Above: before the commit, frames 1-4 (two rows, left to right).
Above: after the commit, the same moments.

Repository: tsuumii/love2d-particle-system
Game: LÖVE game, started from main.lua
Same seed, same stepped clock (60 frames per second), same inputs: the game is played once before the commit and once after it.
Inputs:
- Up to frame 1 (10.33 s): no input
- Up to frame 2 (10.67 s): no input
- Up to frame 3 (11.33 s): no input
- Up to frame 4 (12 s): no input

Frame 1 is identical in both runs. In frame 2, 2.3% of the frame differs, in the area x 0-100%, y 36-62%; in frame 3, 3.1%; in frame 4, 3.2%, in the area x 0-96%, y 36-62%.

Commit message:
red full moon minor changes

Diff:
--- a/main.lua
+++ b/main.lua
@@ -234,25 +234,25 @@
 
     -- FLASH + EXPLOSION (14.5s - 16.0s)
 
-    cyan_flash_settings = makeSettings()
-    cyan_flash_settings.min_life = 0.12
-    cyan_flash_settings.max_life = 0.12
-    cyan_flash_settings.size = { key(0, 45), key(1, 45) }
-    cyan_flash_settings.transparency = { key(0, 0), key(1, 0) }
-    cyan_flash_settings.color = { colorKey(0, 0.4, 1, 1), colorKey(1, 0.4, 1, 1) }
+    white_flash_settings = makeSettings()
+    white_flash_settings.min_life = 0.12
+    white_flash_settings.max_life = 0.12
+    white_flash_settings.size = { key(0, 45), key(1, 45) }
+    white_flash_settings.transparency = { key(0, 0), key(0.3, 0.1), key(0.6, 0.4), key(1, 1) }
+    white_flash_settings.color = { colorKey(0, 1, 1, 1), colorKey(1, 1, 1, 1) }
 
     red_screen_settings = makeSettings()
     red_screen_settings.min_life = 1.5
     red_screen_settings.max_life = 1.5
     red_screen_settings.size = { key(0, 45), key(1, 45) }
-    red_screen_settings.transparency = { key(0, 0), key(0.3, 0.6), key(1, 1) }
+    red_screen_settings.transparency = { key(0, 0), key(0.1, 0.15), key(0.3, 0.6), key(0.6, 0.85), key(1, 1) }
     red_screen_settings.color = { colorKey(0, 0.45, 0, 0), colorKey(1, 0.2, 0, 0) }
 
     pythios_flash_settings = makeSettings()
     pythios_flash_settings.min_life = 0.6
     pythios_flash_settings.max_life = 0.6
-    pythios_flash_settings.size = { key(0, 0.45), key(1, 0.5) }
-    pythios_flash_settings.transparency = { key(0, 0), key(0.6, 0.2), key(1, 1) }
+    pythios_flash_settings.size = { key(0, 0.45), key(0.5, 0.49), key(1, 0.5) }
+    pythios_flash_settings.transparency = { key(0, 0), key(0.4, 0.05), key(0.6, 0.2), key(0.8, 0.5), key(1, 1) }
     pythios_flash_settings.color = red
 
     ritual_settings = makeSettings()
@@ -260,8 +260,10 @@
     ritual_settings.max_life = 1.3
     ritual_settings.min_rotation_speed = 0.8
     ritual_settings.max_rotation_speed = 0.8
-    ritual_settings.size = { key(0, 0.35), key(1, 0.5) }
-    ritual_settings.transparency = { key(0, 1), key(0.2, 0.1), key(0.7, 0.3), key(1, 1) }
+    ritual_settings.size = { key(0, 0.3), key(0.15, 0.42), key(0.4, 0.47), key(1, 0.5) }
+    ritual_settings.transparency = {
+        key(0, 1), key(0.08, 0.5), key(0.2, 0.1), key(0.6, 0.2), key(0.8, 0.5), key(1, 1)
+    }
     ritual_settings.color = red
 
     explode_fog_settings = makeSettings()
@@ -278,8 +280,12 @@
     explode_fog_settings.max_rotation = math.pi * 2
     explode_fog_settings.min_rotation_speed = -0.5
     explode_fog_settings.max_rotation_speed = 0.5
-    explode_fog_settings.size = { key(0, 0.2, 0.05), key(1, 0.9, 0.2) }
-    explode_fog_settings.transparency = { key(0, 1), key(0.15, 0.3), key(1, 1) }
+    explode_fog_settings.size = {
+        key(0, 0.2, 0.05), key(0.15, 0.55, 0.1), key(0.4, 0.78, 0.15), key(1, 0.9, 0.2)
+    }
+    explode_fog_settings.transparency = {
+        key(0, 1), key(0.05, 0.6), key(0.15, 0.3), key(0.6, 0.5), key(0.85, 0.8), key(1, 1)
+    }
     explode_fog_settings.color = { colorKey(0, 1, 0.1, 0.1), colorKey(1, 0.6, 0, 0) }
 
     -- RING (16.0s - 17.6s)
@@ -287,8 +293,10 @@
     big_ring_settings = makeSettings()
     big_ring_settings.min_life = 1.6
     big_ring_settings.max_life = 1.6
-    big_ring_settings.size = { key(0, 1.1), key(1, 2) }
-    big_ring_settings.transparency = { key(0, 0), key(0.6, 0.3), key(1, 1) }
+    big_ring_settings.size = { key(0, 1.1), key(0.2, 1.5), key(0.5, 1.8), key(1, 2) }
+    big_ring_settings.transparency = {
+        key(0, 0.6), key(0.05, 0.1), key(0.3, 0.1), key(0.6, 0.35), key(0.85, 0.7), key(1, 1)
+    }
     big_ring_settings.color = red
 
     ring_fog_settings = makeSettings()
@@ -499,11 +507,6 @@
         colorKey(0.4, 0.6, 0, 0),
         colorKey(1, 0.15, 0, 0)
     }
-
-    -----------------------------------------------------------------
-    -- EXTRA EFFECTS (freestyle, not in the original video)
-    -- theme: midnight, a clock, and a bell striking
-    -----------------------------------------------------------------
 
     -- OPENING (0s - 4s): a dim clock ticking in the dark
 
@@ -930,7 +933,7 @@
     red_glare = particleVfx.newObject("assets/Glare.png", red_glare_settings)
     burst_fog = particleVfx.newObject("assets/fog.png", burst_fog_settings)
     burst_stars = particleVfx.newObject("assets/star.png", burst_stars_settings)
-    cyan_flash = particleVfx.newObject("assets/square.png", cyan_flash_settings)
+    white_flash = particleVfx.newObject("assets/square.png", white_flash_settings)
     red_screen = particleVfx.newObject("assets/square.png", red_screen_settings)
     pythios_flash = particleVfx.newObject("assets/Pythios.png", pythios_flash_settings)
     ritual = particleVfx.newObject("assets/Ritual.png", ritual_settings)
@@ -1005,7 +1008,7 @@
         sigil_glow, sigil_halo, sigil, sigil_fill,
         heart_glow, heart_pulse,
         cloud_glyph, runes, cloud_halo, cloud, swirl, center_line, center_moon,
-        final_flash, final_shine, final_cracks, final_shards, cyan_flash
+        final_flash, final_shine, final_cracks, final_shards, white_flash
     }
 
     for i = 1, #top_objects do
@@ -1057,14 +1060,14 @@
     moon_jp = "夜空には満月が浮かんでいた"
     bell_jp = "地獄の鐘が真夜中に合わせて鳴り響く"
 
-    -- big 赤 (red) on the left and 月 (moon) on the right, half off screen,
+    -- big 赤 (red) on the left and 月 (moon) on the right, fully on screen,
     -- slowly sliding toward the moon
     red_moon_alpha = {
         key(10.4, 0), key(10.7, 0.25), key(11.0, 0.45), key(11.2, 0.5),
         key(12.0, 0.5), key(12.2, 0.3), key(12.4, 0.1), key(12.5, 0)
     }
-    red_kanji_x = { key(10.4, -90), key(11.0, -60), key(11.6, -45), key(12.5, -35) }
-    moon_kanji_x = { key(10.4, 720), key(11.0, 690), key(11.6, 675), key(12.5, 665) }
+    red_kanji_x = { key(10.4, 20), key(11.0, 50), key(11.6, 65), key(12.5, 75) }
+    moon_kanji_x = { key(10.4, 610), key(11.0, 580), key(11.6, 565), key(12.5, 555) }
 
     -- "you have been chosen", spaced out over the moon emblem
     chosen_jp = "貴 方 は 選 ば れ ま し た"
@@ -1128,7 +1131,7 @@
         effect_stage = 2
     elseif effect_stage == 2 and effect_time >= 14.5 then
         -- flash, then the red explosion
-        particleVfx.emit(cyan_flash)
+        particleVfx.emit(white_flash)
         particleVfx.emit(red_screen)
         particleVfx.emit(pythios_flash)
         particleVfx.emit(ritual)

PROBLEM TO WORK ON
Read through the listing and copy each line in which the word "left" occurs.

TASK RESPONSE
Above: before the commit, frames 1-4 (two rows, left to right).
-    -- big 赤 (red) on the left and 月 (moon) on the right, half off screen,
+    -- big 赤 (red) on the left and 月 (moon) on the right, fully on screen,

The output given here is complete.